Kürzlich war ich bei meinem dicken Kumpel Wulf in Freiburg zu Besuch,
wo wir natürlich einer unserer gemeinsamen Lieblinxbeschäftigungen
nachgegangen sind - dem Durchwühlen von Vinyl-Grabbelkisten. Dabei
fand ich auch diese Scheibe, die garnicht so schlecht ist. Aber meinem
Frieden mit Hawkwind habe ich ja bereits vor einiger Zeit wieder gemacht.
(01.06.2011)
|
| Mickey Jupp: "Juppanese"
(Stiff, Okt. 1978) |
| Ein
Meisterwerk des Pubrocks - und trotzdem ein kommerzieller Misserfolg.
Seite 1 wurde von Nick Lowe produziert und
mit der kompletten Rockpile-Gang
eingespielt (Lowe, Dave Edmunds, Billy Bremner, Terry Williams), Seite
2 ist unter der Aufsicht von Gary Brooker
(Procol Harum) mit Gitarrist Chris Spedding entstanden. |
| Richard & Linda Thompson:
"First Light" (Chrysalis, Nov. 1978) |
| Eine
weitere feine Platte des englischen Folkrock-Ehepaars nach dreijähriger
Pause inkl. Labelwechsel. Auch die Begleitmusiker hatten größtenteils
gewechselt.
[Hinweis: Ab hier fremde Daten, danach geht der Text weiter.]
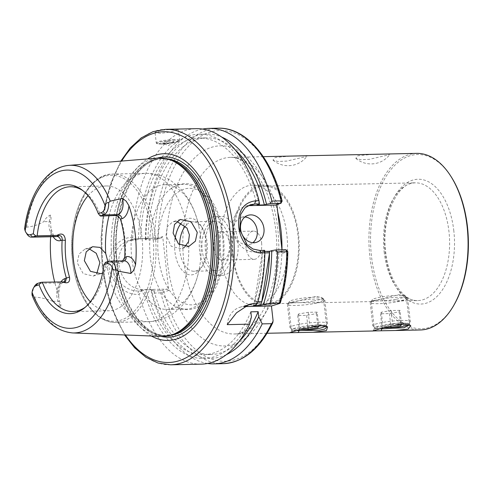 <?xml version="1.0" encoding="UTF-8"?>
<svg xmlns="http://www.w3.org/2000/svg" width="493" height="493" viewBox="0 0 493 493"><rect width="100%" height="100%" fill="white"/><g stroke="black" fill="none" stroke-linecap="round" stroke-linejoin="round"><path stroke-width="0.37" stroke-dasharray="2.46 1.85" d="M371.303 301.58L378.932 300.798L396.113 301.05L403.773 300.071L406.411 297.643L404.149 295.56L398.381 294.759L371.303 301.58L374.36 328.788L389.723 328.369M406.411 297.643L409.467 324.85L408.931 323.932L401.475 322.354L383.301 325.978L374.36 328.782M297.606 330.581L301.956 330.507M326.298 326.267L325.46 325.633L318.681 324.493L300.545 328.172L291.579 330.982L296.219 330.649M289.983 156.096L275.051 157.544L272.974 160.145L277.997 161.494L286.778 161.075L304.668 156.903L307.268 155.924L305.45 155.763M372.813 154.315L357.875 155.757L355.804 158.358L360.827 159.707L369.608 159.288L387.498 155.122L390.099 154.143L388.281 153.982M261.598 242.802A14.131 7.931 88.8 0 1 254.123 259.349A14.131 7.931 88.8 0 1 246.038 247.634A14.131 7.931 88.8 0 1 253.513 231.094A14.131 7.931 88.8 0 1 261.598 242.802M213.882 248.33A14.131 7.931 -91.2 0 0 221.967 260.039A14.131 7.931 -91.2 0 0 229.442 243.499A14.131 7.931 -91.2 0 0 221.357 231.784A14.131 7.931 -91.2 0 0 213.882 248.33M164.779 143.18A5.885 0.776 -6.4 0 1 162.333 142.982A5.885 0.776 -6.4 0 1 164.668 141.904A5.885 0.776 -6.4 0 1 171.262 141.171A5.885 0.776 -6.4 0 1 173.746 141.707A5.885 0.776 -6.4 0 1 164.779 143.18M160.33 133.4L155.067 132.303L161.156 130.183L173.296 129.376L178.472 129.677L172.359 131.686L160.33 133.4M244.91 217A14.131 11.549 72.8 0 0 241.336 217.401A14.131 11.549 72.8 0 0 233.836 231.149A14.131 11.549 72.8 0 0 249.717 244.392A14.131 11.549 72.8 0 0 252.891 242.704M122.683 260.902L121.155 261.771L116.034 262.251C120.594 264.852 123.7 263.065 125.351 256.89A62.414 35.028 -91.2 0 0 124.858 238.07A62.414 35.028 -91.2 0 0 121.241 220.223L120.452 219.188M201.304 364.142A117.759 66.087 88.8 0 1 139.1 294.333L141.423 291.024L138.564 291.086C132.512 290.815 127.884 289.594 121.592 284.239C116.095 279.106 113.002 273.233 112.33 266.627L115.67 250.869L121.537 244.201L127.915 240.855L135.698 239.98L132.728 237.509A117.759 66.087 88.8 0 1 196.226 128.673M145.355 238.292L145.521 239.869L155.88 239.647L161.229 238.076L137.516 238.587A25.907 21.168 72.8 0 0 132.697 239.37A25.907 21.168 72.8 0 0 118.942 264.575A25.907 21.168 72.8 0 0 143.241 289.631L166.954 289.12L161.605 290.691L151.246 290.913L151.505 293.095L160.767 292.897L168.742 290.513L162.696 236.622L157.889 238.113L145.355 238.292A117.759 66.087 88.8 0 1 202.568 129.074M107.868 261.61L107.209 266.873L102.655 272.956M88.913 248.694L85.073 249.027L78.991 254.117L77.272 262.868L83.175 273.615L93.276 276.074L96.683 274.009M184.813 246.814L181.208 248.774L171.219 246.26L166.03 235.309L167.306 226.688L172.827 221.782L176.821 221.431M151.413 336.01A93.38 52.406 88.8 0 1 114.709 263.071A93.38 52.406 88.8 0 1 147.598 158.925M161.464 336.399A89.221 50.07 88.8 0 1 112.127 262.467A89.221 50.07 88.8 0 1 157.624 158.099M88.056 195.721A62.414 35.028 88.8 0 1 106.297 185.972A62.414 35.028 88.8 0 1 142.002 237.7A62.414 35.028 88.8 0 1 108.99 310.769A62.414 35.028 88.8 0 1 90.342 301.815M219.052 236.042A62.414 35.028 88.8 0 1 186.04 309.105A62.414 35.028 88.8 0 1 172.803 304.834A62.414 35.028 88.8 0 1 150.334 257.377A62.414 35.028 88.8 0 1 170.313 189.152A62.414 35.028 88.8 0 1 183.347 184.308A62.414 35.028 88.8 0 1 219.052 236.042M200.478 236.443A62.414 35.028 88.8 0 1 199.622 266.966A62.414 35.028 88.8 0 1 167.46 309.505A62.414 35.028 88.8 0 1 131.76 257.777A62.414 35.028 88.8 0 1 164.773 184.709A62.414 35.028 88.8 0 1 198.734 225.825A62.414 35.028 88.8 0 1 200.478 236.443M174.99 239.419A28.323 15.893 -91.2 0 0 174.886 251.424A28.323 15.893 -91.2 0 0 185.861 273.455A28.323 15.893 -91.2 0 0 201.699 267.163A28.323 15.893 -91.2 0 0 206.068 241.743A28.323 15.893 -91.2 0 0 200.805 225.541A28.323 15.893 -91.2 0 0 181.406 222.91M179.575 244.83A24.73 13.878 -91.2 0 0 179.834 250.746A24.73 13.878 -91.2 0 0 193.983 271.242A24.73 13.878 -91.2 0 0 203.252 264.488A24.73 13.878 -91.2 0 0 207.066 242.291A24.73 13.878 -91.2 0 0 202.469 228.142A24.73 13.878 -91.2 0 0 192.917 221.795A24.73 13.878 -91.2 0 0 185.386 226.022M229.43 241.81A24.73 13.878 88.8 0 1 216.347 270.762A24.73 13.878 88.8 0 1 202.198 250.265A24.73 13.878 88.8 0 1 215.281 221.314A24.73 13.878 88.8 0 1 229.43 241.81M237.866 240.88A29.438 16.522 88.8 0 1 222.294 275.347A29.438 16.522 88.8 0 1 205.452 250.943A29.438 16.522 88.8 0 1 221.024 216.476A29.438 16.522 88.8 0 1 237.866 240.88M232.024 241.003A29.438 16.522 88.8 0 1 216.452 275.47A29.438 16.522 88.8 0 1 199.61 251.073A29.438 16.522 88.8 0 1 215.182 216.606A29.438 16.522 88.8 0 1 232.024 241.003M116.034 262.251L106.013 262.467A62.414 35.028 88.8 0 1 86.54 306.27A62.414 35.028 88.8 0 1 85.32 307.188M50.643 236.739A85.412 47.932 88.8 0 1 51.044 231.765L50.545 221.394C51.26 218.713 51.192 216.593 50.348 215.047C47.476 216.464 45.282 218.676 43.772 221.677C38.269 224.839 32.556 226.651 26.64 227.125L25.063 228.567L24.65 228.339M132.728 237.509L131.261 237.546C118.745 237.447 107.024 251.886 109.082 267.07C110.444 282.335 125.173 294.968 137.633 294.364L139.1 294.333M315.551 296.546L288.473 303.361L296.102 302.585L313.283 302.831L320.943 301.858L323.587 299.424L321.319 297.341L315.551 296.546M454.01 304.97A87.144 48.906 88.8 0 1 405.271 324.332A87.144 48.906 88.8 0 1 371.506 256.545A87.144 48.906 88.8 0 1 394.696 165.389A87.144 48.906 88.8 0 1 451.249 176.895M416.597 153.372A88.321 49.565 -91.2 0 0 369.879 256.767A88.321 49.565 -91.2 0 0 420.406 329.971M220.753 255.485A60.06 33.703 -91.2 0 0 255.115 305.266A60.06 33.703 -91.2 0 0 286.883 234.951A60.06 33.703 -91.2 0 0 252.527 185.177A60.06 33.703 -91.2 0 0 220.753 255.485M232.449 255.232A60.06 33.703 -91.2 0 0 266.805 305.013A60.06 33.703 -91.2 0 0 298.573 234.699A60.06 33.703 -91.2 0 0 264.217 184.924A60.06 33.703 -91.2 0 0 232.449 255.232M233.097 255.029A58.883 33.043 -91.2 0 0 266.781 303.836A58.883 33.043 -91.2 0 0 297.926 234.902A58.883 33.043 -91.2 0 0 264.242 186.101A58.883 33.043 -91.2 0 0 233.097 255.029M285.712 249.754L280.881 251.448L282.372 253.334L281.978 249.834M276.912 204.657L276.739 203.104L275.673 205.045M282.372 253.334L287.82 251.738M282.107 201.261L276.739 203.104M264.649 250.352L264.414 250.808L262.258 251.473L264.741 251.418M262.258 251.473A108.343 60.799 88.8 0 1 253.248 305.531M257.925 301.759L254.517 301.833A108.343 60.799 -91.2 0 0 262.264 252.964L264.858 252.909M145.521 239.869L145.811 239.321L147.974 238.649L140.665 238.809L138.502 239.481A112.164 62.944 88.8 0 1 189.713 135.655A112.164 62.944 88.8 0 1 259.207 204.404M138.502 239.481L135.698 239.98M141.423 291.024L146.39 289.853L153.699 289.693L151.536 290.365L151.246 290.913M251.418 316.9A112.164 62.944 88.8 0 1 144.227 290.525M140.665 238.809A108.343 60.799 88.8 0 1 199.104 138.034A108.343 60.799 88.8 0 1 257.056 205.07M250.851 311.829A108.343 60.799 88.8 0 1 203.775 354.664A108.343 60.799 88.8 0 1 146.39 289.853M147.974 238.649A108.343 60.799 88.8 0 1 206.413 137.874A108.343 60.799 88.8 0 1 235.284 149.989M239.401 341.162A108.343 60.799 88.8 0 1 211.084 354.504A108.343 60.799 88.8 0 1 153.699 289.693M145.811 239.321A112.164 62.944 88.8 0 1 221.714 137.091M226.398 354.627A112.164 62.944 88.8 0 1 151.536 290.365M207.621 363.464A117.759 66.087 88.8 0 1 151.505 293.095M264.414 250.808A112.164 62.944 88.8 0 1 256.083 304.656M64.706 281.996L61.902 282.865A11.493 6.452 -91.2 0 0 58.18 301.241L60.621 306.652C57.471 305.574 54.834 303.811 52.708 301.359C46.564 298.82 40.494 297.402 34.492 297.1L32.593 295.72A11.493 6.452 88.8 0 1 34.448 286.359M60.621 306.652C61.157 305.401 60.787 303.676 59.524 301.469L57.866 292.602A85.412 47.932 88.8 0 1 54.661 281.965M82.812 190.569A62.414 35.028 88.8 0 1 84.063 191.432A62.414 35.028 88.8 0 1 100.812 216.063M121.241 220.223C118.302 214.843 114.826 213.389 110.82 215.848M105.447 262.362L106.013 262.467M32.248 295.689L32.593 295.72M27.072 234.2A11.493 6.452 88.8 0 1 25.063 228.567M247.961 205.729A23.553 19.245 72.8 0 0 245.286 206.314A23.553 19.245 72.8 0 0 233.207 231.889A23.553 19.245 72.8 0 0 254.875 252.009L280.881 251.448M227.218 324.64A23.553 19.245 72.8 0 1 239.777 307.305A23.553 19.245 72.8 0 1 243.185 306.646L244.325 306.591M243.185 306.615L253.038 303.559M243.185 306.646L245.557 305.906M168.742 290.513L166.954 289.12M161.229 238.076L162.696 236.622M285.922 249.883L287.413 251.769A115.405 64.768 88.8 0 1 279.623 303.466M156.429 239.567L157.889 238.113A115.405 64.768 88.8 0 1 210.406 132.044A115.405 64.768 88.8 0 1 281.78 201.538L280.714 203.48M223.224 363.668A117.759 66.087 88.8 0 1 160.767 292.897L161.605 290.691M273.085 320.647A115.405 64.768 88.8 0 1 163.935 292.004L162.154 290.611M155.88 239.647L154.617 238.094A117.759 66.087 88.8 0 1 218.152 128.198M125.351 256.89L124.717 257.241M262.264 252.964L254.517 301.833M408.112 324.406A16.485 2.169 173.6 0 0 401.24 323.149A16.485 2.169 173.6 0 0 384.694 324.795A16.485 2.169 173.6 0 0 375.611 328.079A16.485 2.169 173.6 0 0 379.665 328.776M399.694 325.004A18.845 2.477 -6.4 0 1 373.035 326.064A18.845 2.477 -6.4 0 1 372.831 325.756A18.845 2.477 -6.4 0 1 383.418 322.305A18.845 2.477 -6.4 0 1 410.281 321.553A18.845 2.477 -6.4 0 1 410.151 321.898A18.845 2.477 -6.4 0 1 399.694 325.004M395.817 299.313A16.485 2.169 -6.4 0 1 379.179 300.958A16.485 2.169 -6.4 0 1 372.425 299.664A16.485 2.169 -6.4 0 1 381.57 296.952A16.485 2.169 -6.4 0 1 404.901 296.022A16.485 2.169 -6.4 0 1 395.817 299.313M380.812 299.103A18.845 2.477 173.6 0 0 370.36 302.209A18.845 2.477 173.6 0 0 370.231 302.554A18.845 2.477 173.6 0 0 397.093 301.802A18.845 2.477 173.6 0 0 407.68 298.351A18.845 2.477 173.6 0 0 407.477 298.043A18.845 2.477 173.6 0 0 380.812 299.103M397.863 324.345L392.613 324.449L382.876 326.15L382.081 327.672L383.449 327.648M399.989 310.356L391.054 310.528L381.317 312.229L380.516 313.751L389.458 313.579L399.194 311.878L399.989 310.356L401.555 324.277M399.194 311.878L400.587 324.295M389.458 313.579L390.813 325.682M380.516 313.751L382.081 327.672M381.317 312.229L382.876 326.15M391.054 310.528L392.613 324.449M325.368 326.021A16.485 2.169 173.6 0 0 301.864 326.576A16.485 2.169 173.6 0 0 292.78 329.866A16.485 2.169 173.6 0 0 296.539 330.55M316.863 326.791A18.845 2.477 -6.4 0 1 290.204 327.845A18.845 2.477 -6.4 0 1 290.001 327.537A18.845 2.477 -6.4 0 1 300.588 324.086A18.845 2.477 -6.4 0 1 327.451 323.34A18.845 2.477 -6.4 0 1 327.321 323.685A18.845 2.477 -6.4 0 1 316.863 326.791M312.987 301.1A16.485 2.169 -6.4 0 1 296.348 302.745A16.485 2.169 -6.4 0 1 289.594 301.451A16.485 2.169 -6.4 0 1 298.746 298.733A16.485 2.169 -6.4 0 1 322.071 297.809A16.485 2.169 -6.4 0 1 312.987 301.1M297.988 300.884A18.845 2.477 173.6 0 0 287.53 303.99A18.845 2.477 173.6 0 0 287.401 304.335A18.845 2.477 173.6 0 0 314.263 303.589A18.845 2.477 173.6 0 0 324.85 300.138A18.845 2.477 173.6 0 0 324.647 299.83A18.845 2.477 173.6 0 0 297.988 300.884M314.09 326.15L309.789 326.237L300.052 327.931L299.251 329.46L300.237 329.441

Neben dem verbliebenen alten Fairport-Kollegen Simon Nicol
spielten drei Amerikaner: Jazzkeyboarder Neil Larsen und die Studiocracks
Andy Newmark (dr) und Willie Weeks (bg). |
| Ian Matthews: "Stealin´
Home" (Ariola/Rockburgh, Dez. 1978) |
| In
den ausgehenden 70ern und frühen 80ern klang auch der ehemalige Folkie
Ian Matthews sehr rockig. Nach zwei erfolglosen Platten in den USA bei
CBS war er zurück in England und nahm dort diese schöne Platte
mit Bryn Haworth (g), Phil Palmer
(g), Rick Kemp (bg) und Jim Russell (dr) auf. Wie immer
hat Matthews ein glückliches Händchen bei Coverversionen, u.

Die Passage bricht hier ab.